*DATA FOR PROCESSING*.
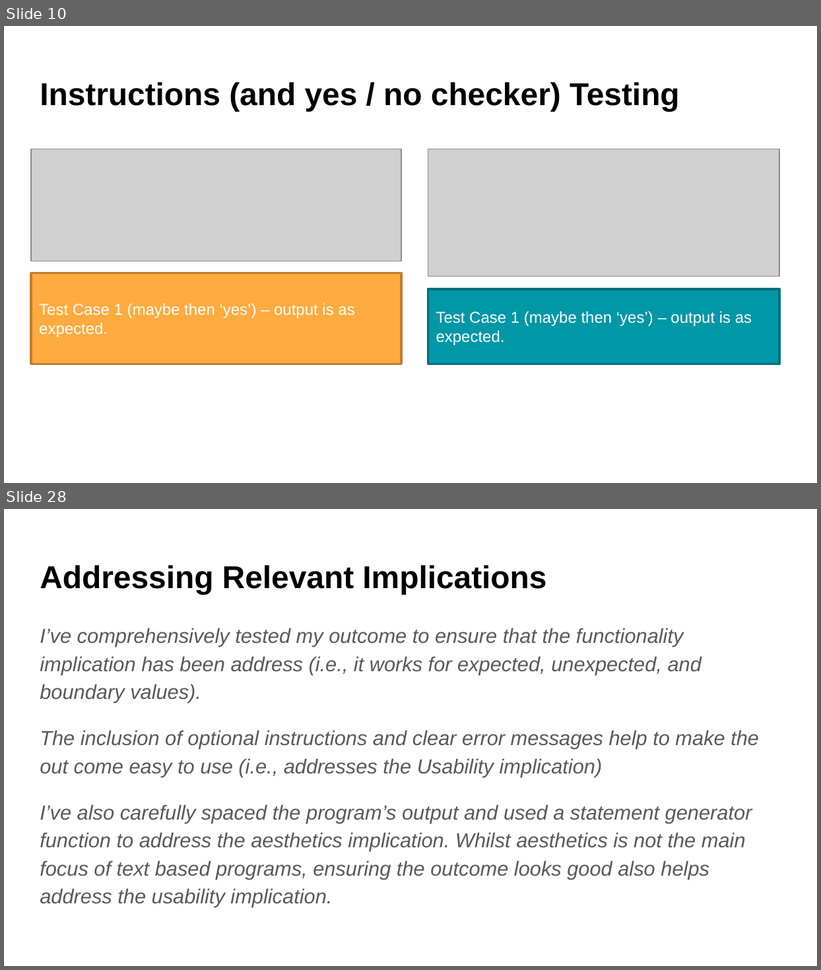
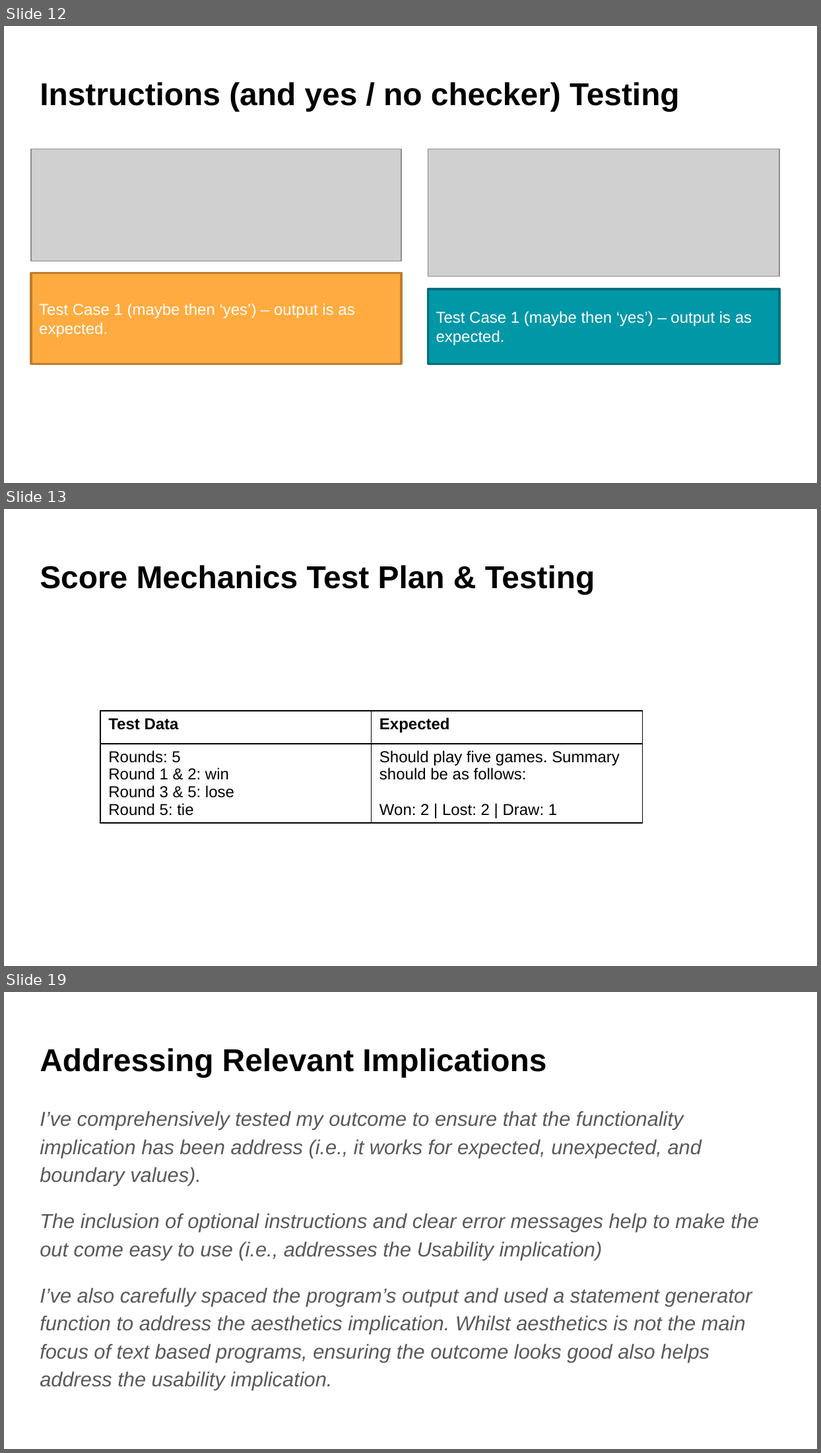
Before and after one commit to aspectnz/PEX, a slide deck: main/games/rock_paper_scissors/Rock Paper Scissors Documentation.pptx. Shown one above the other, each under a label of ours: slides 10 and 28 before the commit, slides 12, 13 and 19 after it; the slides between them are not shown. The pictures are 821x970 and 821x1453 pixels, drawn with LibreOffice and Linux fonts; fonts in the diff are those of the drawing; grey boxes stand for pictures. Boxes give left, top, right and bottom in pixels: in the first picture for what was removed or moved away, otherwise in the second. Text is boxed around its words. In the diff, an @@ line names an element or a change of style, - is before the commit and + after.

```diff
--- a/main/games/rock_paper_scissors/Rock Paper Scissors Documentation.pptx
+++ b/main/games/rock_paper_scissors/Rock Paper Scissors Documentation.pptx
@@ slide 13 added at [4, 509, 817, 966], background #FFFFFF @@
@@ title added at [40, 565, 595, 594], 28 pt, text #000000, bold @@
+Score Mechanics Test Plan & Testing
@@ table added at [101, 712, 642, 828], 2 rows, 2 columns @@
+Test Data | Expected
+Rounds: 5 / Round 1 & 2: win / Round 3 & 5: lose / Round 5: tie | Should play five games. Summary should be as follows: / Won: 2 | Lost: 2 | Draw: 1
@@ what was slide 10 is now slide 12 @@
@@ what was slide 28 is now slide 19 @@
```
Also in this commit, not shown: 6 slides changed, 3 other slides added, 13 slides removed, 9 other files.
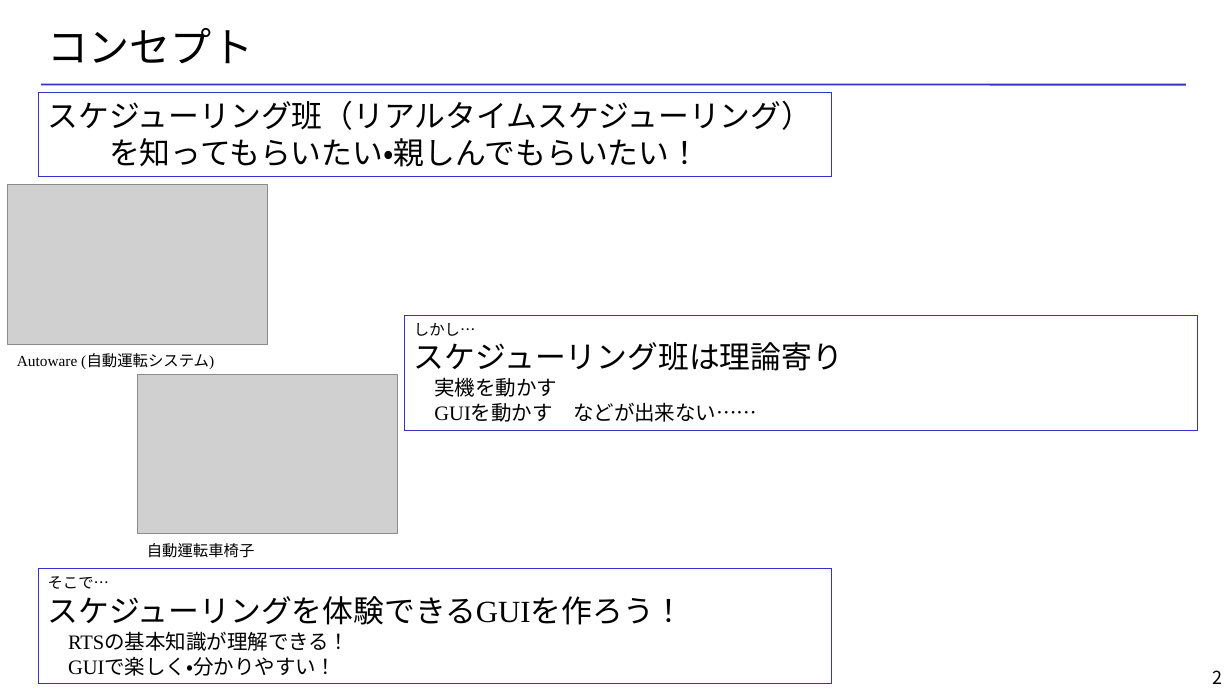
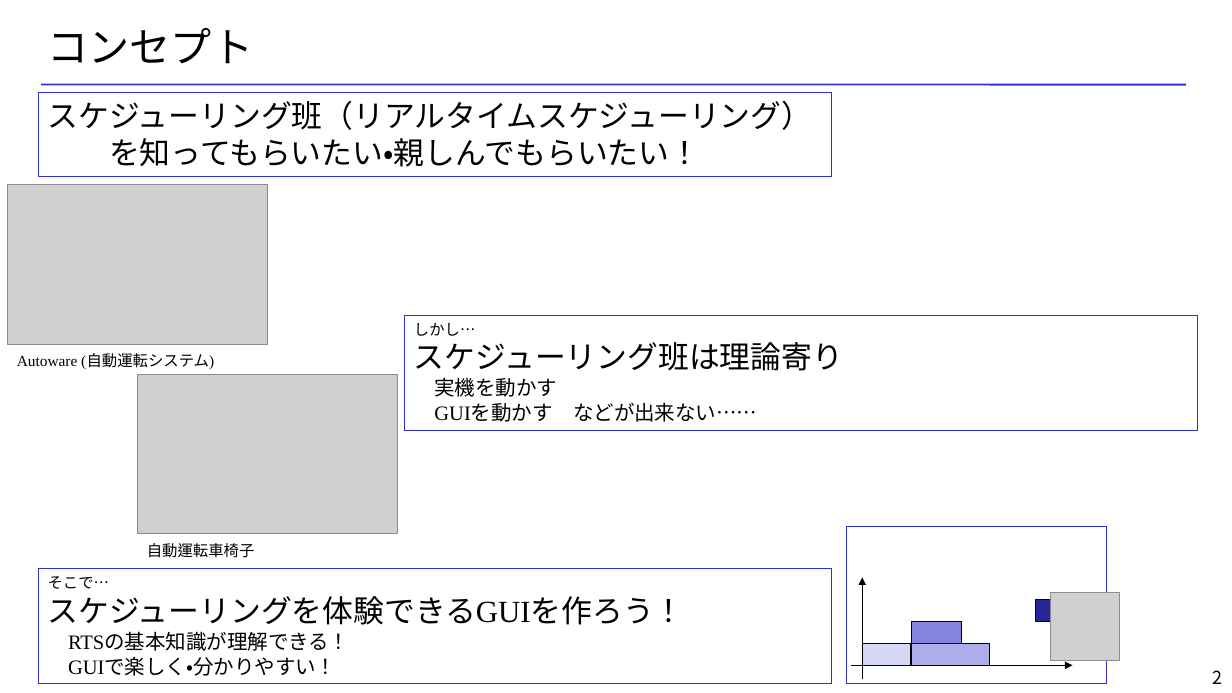
Before and after one commit to rokamu623/HotToDAGScheduling, a slide deck: slide 2 of 企画書/HowToDAGScheduling.pptx. Drawn at 1232x693 pixels with LibreOffice and Linux fonts; fonts in the diff are those of the drawing; grey boxes stand for pictures; background and template pictures are left out. Boxes give left, top, right and bottom in pixels: in the first picture for what was removed or moved away, otherwise in the second. Text is boxed around its words. In the diff, an @@ line names an element or a change of style, - is before the commit and + after.

```diff
--- a/企画書/HowToDAGScheduling.pptx
+++ b/企画書/HowToDAGScheduling.pptx
@@ group added at (848,527,1119,684): 5 rectangles, 2 arrows, 1 picture @@
```
Also in this commit, not shown: 3 other slides changed.

*GOAL OF THE EXERCISE*. Would you repeat the complete listing exactly, excluding each picture it holds?

*TASK RESULT*.
Before and after one commit to aspectnz/PEX, a slide deck: main/games/rock_paper_scissors/Rock Paper Scissors Documentation.pptx. Shown one above the other, each under a label of ours: slides 10 and 28 before the commit, slides 12, 13 and 19 after it; the slides between them are not shown. The pictures are 821x970 and 821x1453 pixels, drawn with LibreOffice and Linux fonts; fonts in the diff are those of the drawing; grey boxes stand for pictures. Boxes give left, top, right and bottom in pixels: in the first picture for what was removed or moved away, otherwise in the second. Text is boxed around its words. In the diff, an @@ line names an element or a change of style, - is before the commit and + after.

```diff
--- a/main/games/rock_paper_scissors/Rock Paper Scissors Documentation.pptx
+++ b/main/games/rock_paper_scissors/Rock Paper Scissors Documentation.pptx
@@ slide 13 added at [4, 509, 817, 966], background #FFFFFF @@
@@ title added at [40, 565, 595, 594], 28 pt, text #000000, bold @@
+Score Mechanics Test Plan & Testing
@@ table added at [101, 712, 642, 828], 2 rows, 2 columns @@
+Test Data | Expected
+Rounds: 5 / Round 1 & 2: win / Round 3 & 5: lose / Round 5: tie | Should play five games. Summary should be as follows: / Won: 2 | Lost: 2 | Draw: 1
@@ what was slide 10 is now slide 12 @@
@@ what was slide 28 is now slide 19 @@
```
Also in this commit, not shown: 6 slides changed, 3 other slides added, 13 slides removed, 9 other files.
Before and after one commit to rokamu623/HotToDAGScheduling, a slide deck: slide 2 of 企画書/HowToDAGScheduling.pptx. Drawn at 1232x693 pixels with LibreOffice and Linux fonts; fonts in the diff are those of the drawing; grey boxes stand for pictures; background and template pictures are left out. Boxes give left, top, right and bottom in pixels: in the first picture for what was removed or moved away, otherwise in the second. Text is boxed around its words. In the diff, an @@ line names an element or a change of style, - is before the commit and + after.

```diff
--- a/企画書/HowToDAGScheduling.pptx
+++ b/企画書/HowToDAGScheduling.pptx
@@ group added at (848,527,1119,684): 5 rectangles, 2 arrows, 1 picture @@
```
Also in this commit, not shown: 3 other slides changed.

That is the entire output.